Each thread has its respective stack of local data. Switching between threads means switching those stacks, not usually an expensive operation, but as systems have gotten more and more complex, the time devoted to switching has grown as well.
But for appliances like the PIX, there was no reason for more than a single thread. Mostly this was and still is because devices such as the disk controller do their work without much processor involvement. They use a data structure called a ring, a circle of buffers used to accomplish the task at hand. Hardware uses these rings and alerts the processor when something has been sent or received. The processor can access the ring at its leisure.

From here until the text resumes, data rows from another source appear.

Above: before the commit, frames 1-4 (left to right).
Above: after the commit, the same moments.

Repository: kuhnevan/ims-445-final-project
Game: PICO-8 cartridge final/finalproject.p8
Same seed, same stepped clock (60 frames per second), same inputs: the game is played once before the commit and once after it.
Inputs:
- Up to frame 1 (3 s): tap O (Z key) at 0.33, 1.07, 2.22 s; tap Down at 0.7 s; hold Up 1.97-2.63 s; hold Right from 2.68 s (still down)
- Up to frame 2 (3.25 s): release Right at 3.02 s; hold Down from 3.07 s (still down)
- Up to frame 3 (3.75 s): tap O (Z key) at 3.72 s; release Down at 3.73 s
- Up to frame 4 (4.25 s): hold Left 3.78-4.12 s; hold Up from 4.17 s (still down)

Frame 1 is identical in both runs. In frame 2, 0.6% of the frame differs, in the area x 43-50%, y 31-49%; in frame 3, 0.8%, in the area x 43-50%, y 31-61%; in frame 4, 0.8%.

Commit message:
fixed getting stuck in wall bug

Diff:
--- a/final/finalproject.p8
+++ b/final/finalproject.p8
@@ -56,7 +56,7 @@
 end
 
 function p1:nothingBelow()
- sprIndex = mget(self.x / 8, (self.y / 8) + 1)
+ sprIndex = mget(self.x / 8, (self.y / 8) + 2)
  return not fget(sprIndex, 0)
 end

After the success of the PIX, I discovered that the idea of a single thread and not being interrupt-driven was not something new in computer history. Niklaus Wirth built an entire general purpose workstation using the concept of the single thread. His Oberon System had been used to teach computer science in Zurich for years. It was similar to my system but more general, allowing for the dynamic addition of code, something I didn’t need to do.

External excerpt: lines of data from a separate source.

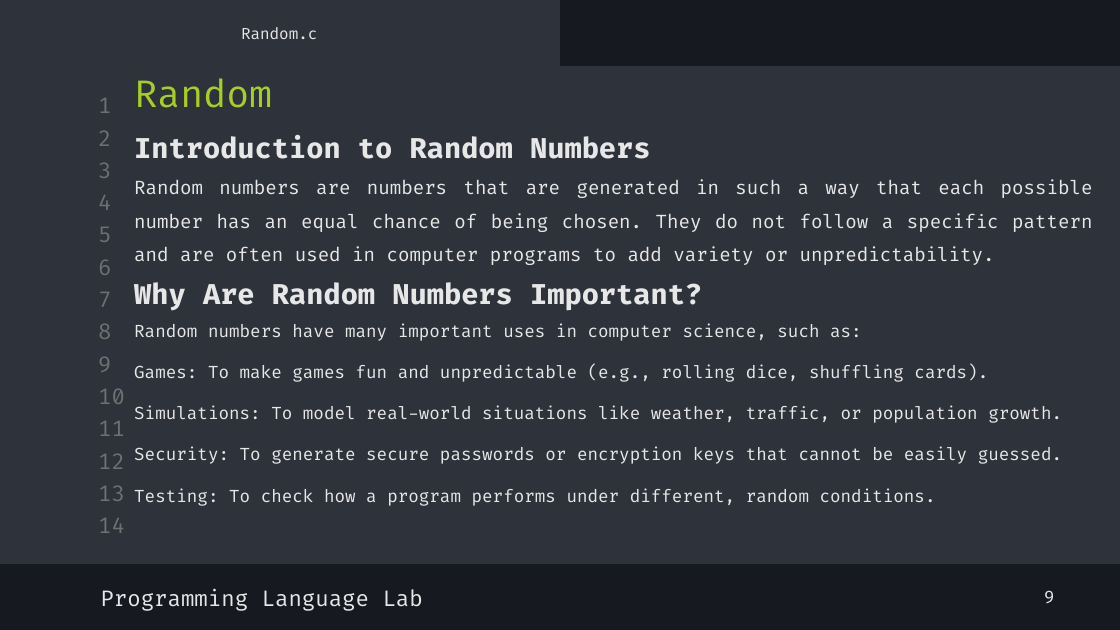
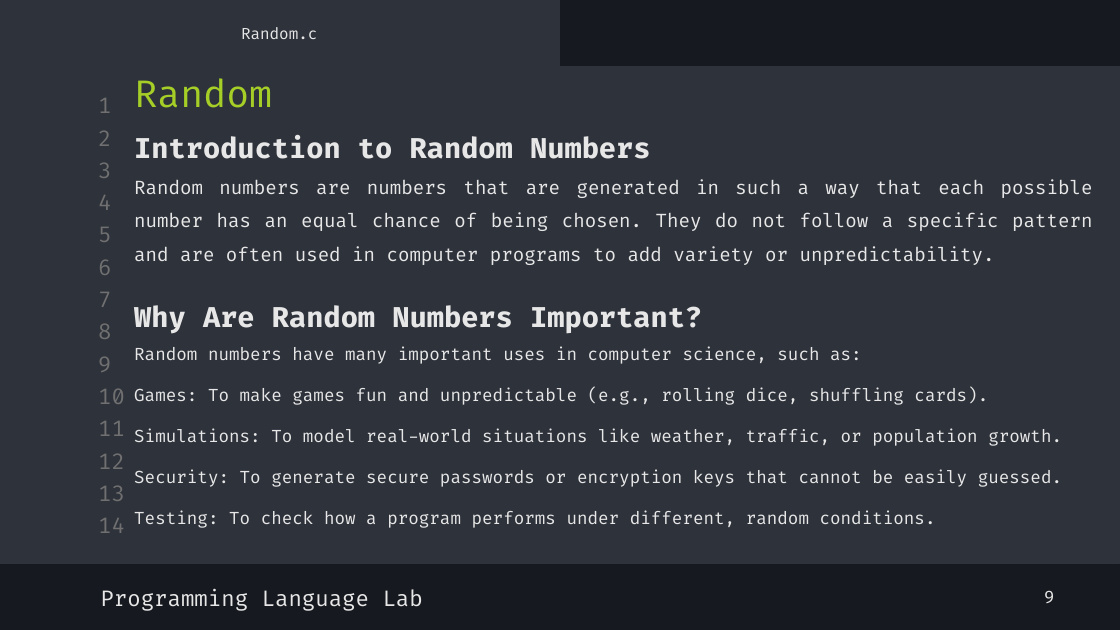
Before and after one commit to shayan-naghizadeh/C-Lab-AUT, a slide deck: slide 10 of slides/3.Math/Math.pptx. Drawn at 1120x630 pixels with LibreOffice and Linux fonts; fonts in the diff are those of the drawing. Boxes give left, top, right and bottom in pixels: in the first picture for what was removed or moved away, otherwise in the second. Text is boxed around its words. In the diff, an @@ line names an element or a change of style, - is before the commit and + after.

```diff
--- a/slides/3.Math/Math.pptx
+++ b/slides/3.Math/Math.pptx
@@ text "Why Are Random Numbers Important?": place and size @@
-text "Why Are Random Numbers Important?" at (134, 282, 1062, 506)
+text "Why Are Random Numbers Important?" at (134, 305, 1062, 528)
```
Also in this commit, not shown: 5 other slides changed, 2 slides added, 8 other files.

Even before that, back in the 1960s, the great designer Seymour Cray built an entire large mainframe without any interrupts in his CDC 6600. He implemented ten 12-bit processors to do input-output for his mighty 60-bit number crunching main processor.
Cray’s tiny processors used single threads to watch for completion of I/O. When I/O was finished, it could use a single instruction to halt, save all the registers from the currently running program in main memory, and load the registers from another program, all in a single PPU instruction.
After the PIX shipped in early 1995, I rented space from a friend and did most of my programming from a basement on Research Drive in Athens. I still have the Sam’s Club office chair that I used back in those days. In that year, I added new features, a TCP stack for logging into the PIX, the first virtual private network product, ever faster processors, and more.
Late in 1995, John told me that Cisco was sniffing around. In November, the Network Translation PIX Firewall became the Cisco PIX Firewall.
We frequently used the word “adaptive” to talk about the PIX that year. We were referring to the stateful nature of the xlate table used by the PIX to adapt to the flow of packets. When I left Cisco in 1997, I was figuring out how to detect bad behavior through our connections. Cisco combined this idea and the PIX with a couple of other products. They called it the Adaptive Security Appliance, keeping adaptive alive in its name.
Our use of the word “adaptive” was also a homage to the company that allowed John and me to meet. It was a tribute to Audrey MacLean and Charlie Giancarlo, the founders of Adaptive. It’s nice that the name lives on.